- **Work required**
Lines in the data below that contain the word "Before" are to be copied.

- **Stored data entries**
►

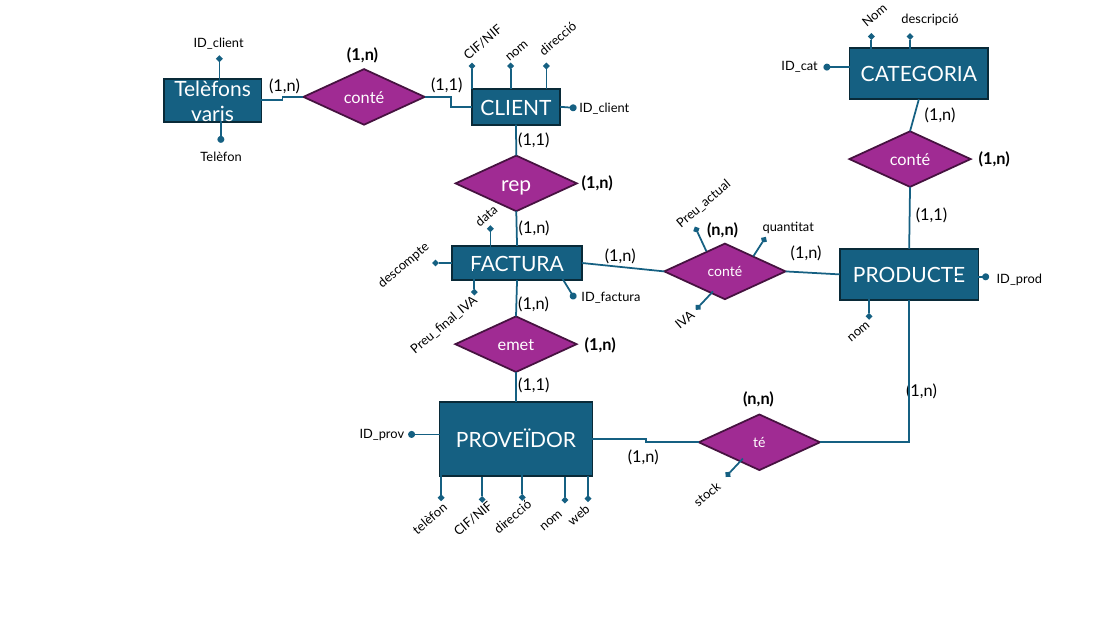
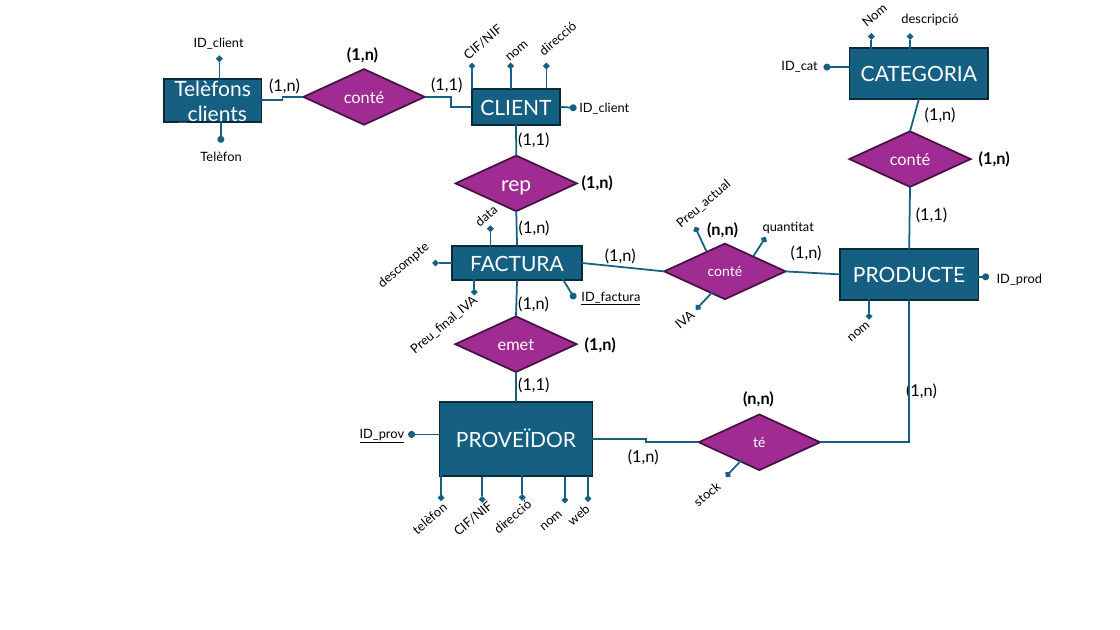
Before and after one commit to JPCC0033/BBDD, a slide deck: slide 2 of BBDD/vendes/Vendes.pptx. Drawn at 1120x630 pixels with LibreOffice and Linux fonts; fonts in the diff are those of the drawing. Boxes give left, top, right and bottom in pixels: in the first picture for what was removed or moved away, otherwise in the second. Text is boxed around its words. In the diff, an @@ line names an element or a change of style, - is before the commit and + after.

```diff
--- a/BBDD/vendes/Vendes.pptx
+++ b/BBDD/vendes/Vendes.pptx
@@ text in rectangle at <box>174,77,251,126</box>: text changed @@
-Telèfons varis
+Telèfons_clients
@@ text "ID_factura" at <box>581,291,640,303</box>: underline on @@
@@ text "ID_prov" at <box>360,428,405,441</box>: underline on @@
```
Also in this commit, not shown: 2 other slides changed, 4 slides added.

◄
►

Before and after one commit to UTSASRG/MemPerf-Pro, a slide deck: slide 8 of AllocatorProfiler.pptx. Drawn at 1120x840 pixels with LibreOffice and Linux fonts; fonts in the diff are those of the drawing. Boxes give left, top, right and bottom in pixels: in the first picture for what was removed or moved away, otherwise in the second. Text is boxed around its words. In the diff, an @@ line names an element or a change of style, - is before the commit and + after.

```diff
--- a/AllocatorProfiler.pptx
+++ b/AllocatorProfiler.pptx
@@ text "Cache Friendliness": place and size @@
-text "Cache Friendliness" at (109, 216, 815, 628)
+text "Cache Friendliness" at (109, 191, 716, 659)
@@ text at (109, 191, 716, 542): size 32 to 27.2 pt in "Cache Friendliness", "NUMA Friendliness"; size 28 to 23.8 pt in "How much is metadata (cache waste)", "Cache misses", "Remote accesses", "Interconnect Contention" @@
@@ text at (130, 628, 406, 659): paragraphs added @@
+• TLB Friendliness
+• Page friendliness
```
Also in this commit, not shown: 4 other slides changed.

◄

- **Answer area**
Before and after one commit to JPCC0033/BBDD, a slide deck: slide 2 of BBDD/vendes/Vendes.pptx. Drawn at 1120x630 pixels with LibreOffice and Linux fonts; fonts in the diff are those of the drawing. Boxes give left, top, right and bottom in pixels: in the first picture for what was removed or moved away, otherwise in the second. Text is boxed around its words. In the diff, an @@ line names an element or a change of style, - is before the commit and + after.
Before and after one commit to UTSASRG/MemPerf-Pro, a slide deck: slide 8 of AllocatorProfiler.pptx. Drawn at 1120x840 pixels with LibreOffice and Linux fonts; fonts in the diff are those of the drawing. Boxes give left, top, right and bottom in pixels: in the first picture for what was removed or moved away, otherwise in the second. Text is boxed around its words. In the diff, an @@ line names an element or a change of style, - is before the commit and + after.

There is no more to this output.